TASK INSTRUCTIONS – Without including any pictures, reproduce all the lines below word for word.

INFORMATION SHOWN –
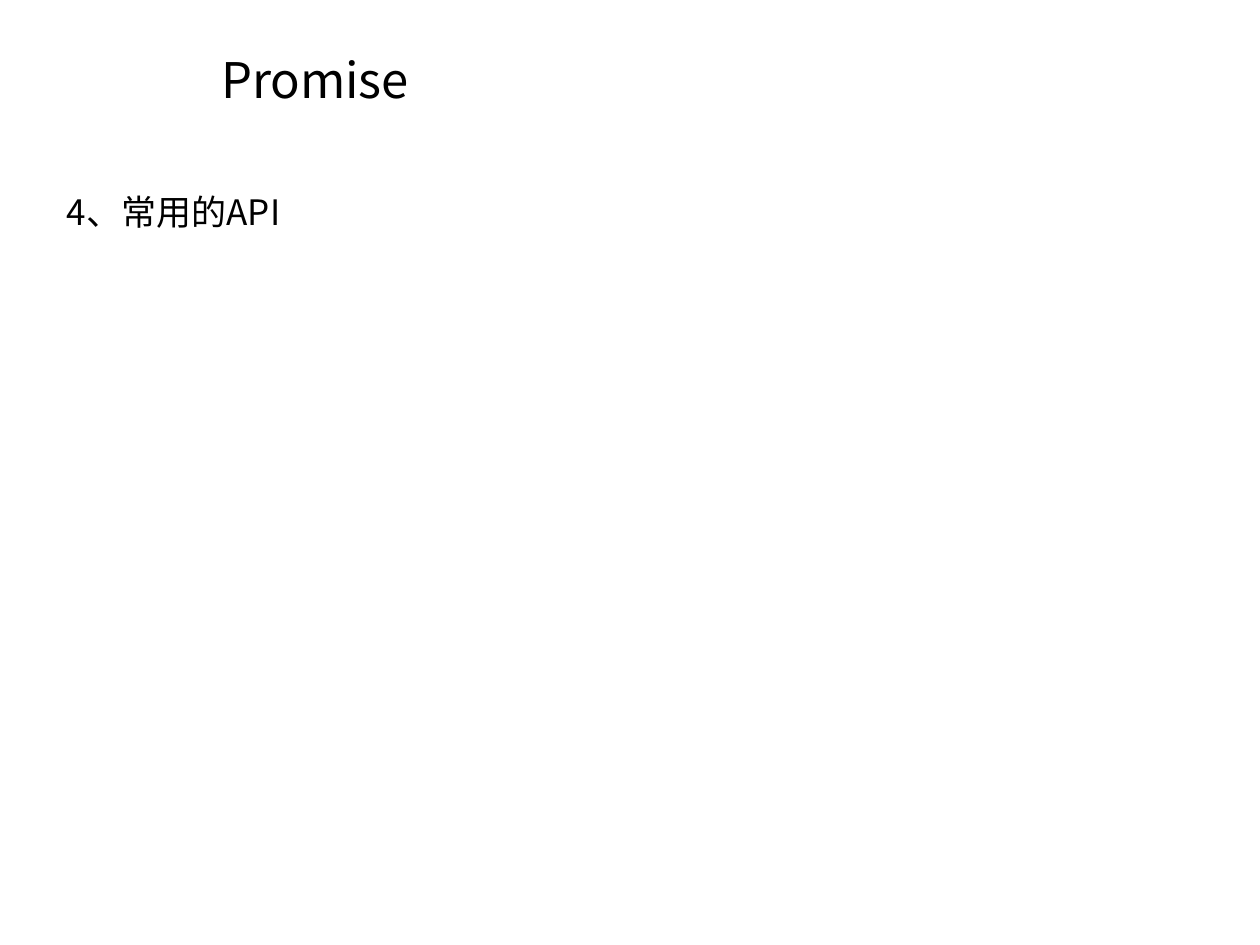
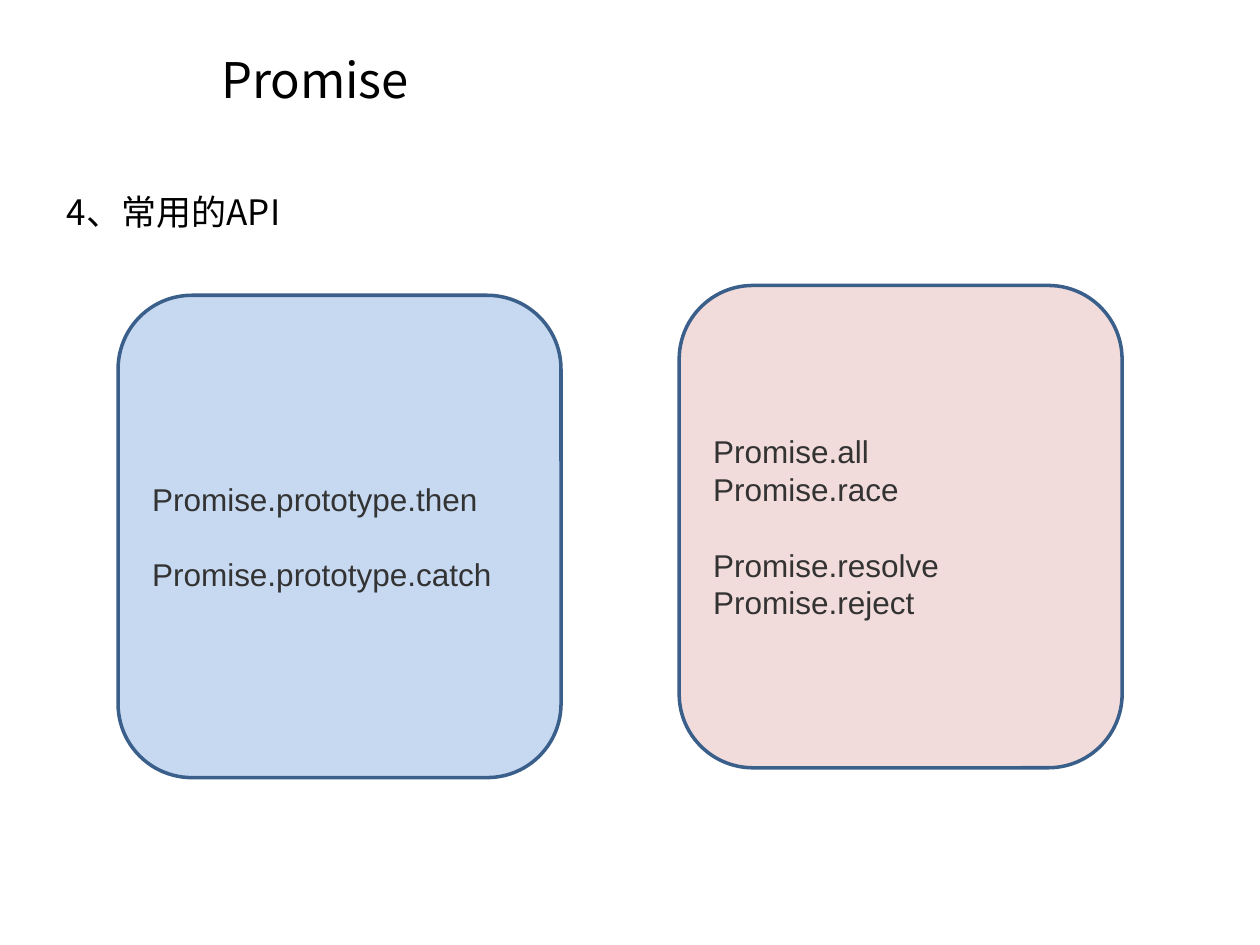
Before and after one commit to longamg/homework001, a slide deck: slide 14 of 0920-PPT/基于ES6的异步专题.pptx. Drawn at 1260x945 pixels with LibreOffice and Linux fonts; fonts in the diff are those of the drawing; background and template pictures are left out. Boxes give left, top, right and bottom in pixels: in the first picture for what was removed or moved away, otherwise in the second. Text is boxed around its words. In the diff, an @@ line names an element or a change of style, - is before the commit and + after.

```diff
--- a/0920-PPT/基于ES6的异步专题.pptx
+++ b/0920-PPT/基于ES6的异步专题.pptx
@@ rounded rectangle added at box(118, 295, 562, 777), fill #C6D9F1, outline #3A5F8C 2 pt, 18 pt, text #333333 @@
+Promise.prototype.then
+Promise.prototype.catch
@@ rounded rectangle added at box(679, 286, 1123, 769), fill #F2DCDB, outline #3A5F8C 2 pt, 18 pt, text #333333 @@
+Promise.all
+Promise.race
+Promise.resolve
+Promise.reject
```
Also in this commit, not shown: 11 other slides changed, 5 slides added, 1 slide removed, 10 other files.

RESULT OF THE EXERCISE –
Before and after one commit to longamg/homework001, a slide deck: slide 14 of 0920-PPT/基于ES6的异步专题.pptx. Drawn at 1260x945 pixels with LibreOffice and Linux fonts; fonts in the diff are those of the drawing; background and template pictures are left out. Boxes give left, top, right and bottom in pixels: in the first picture for what was removed or moved away, otherwise in the second. Text is boxed around its words. In the diff, an @@ line names an element or a change of style, - is before the commit and + after.

```diff
--- a/0920-PPT/基于ES6的异步专题.pptx
+++ b/0920-PPT/基于ES6的异步专题.pptx
@@ rounded rectangle added at box(118, 295, 562, 777), fill #C6D9F1, outline #3A5F8C 2 pt, 18 pt, text #333333 @@
+Promise.prototype.then
+Promise.prototype.catch
@@ rounded rectangle added at box(679, 286, 1123, 769), fill #F2DCDB, outline #3A5F8C 2 pt, 18 pt, text #333333 @@
+Promise.all
+Promise.race
+Promise.resolve
+Promise.reject
```
Also in this commit, not shown: 11 other slides changed, 5 slides added, 1 slide removed, 10 other files.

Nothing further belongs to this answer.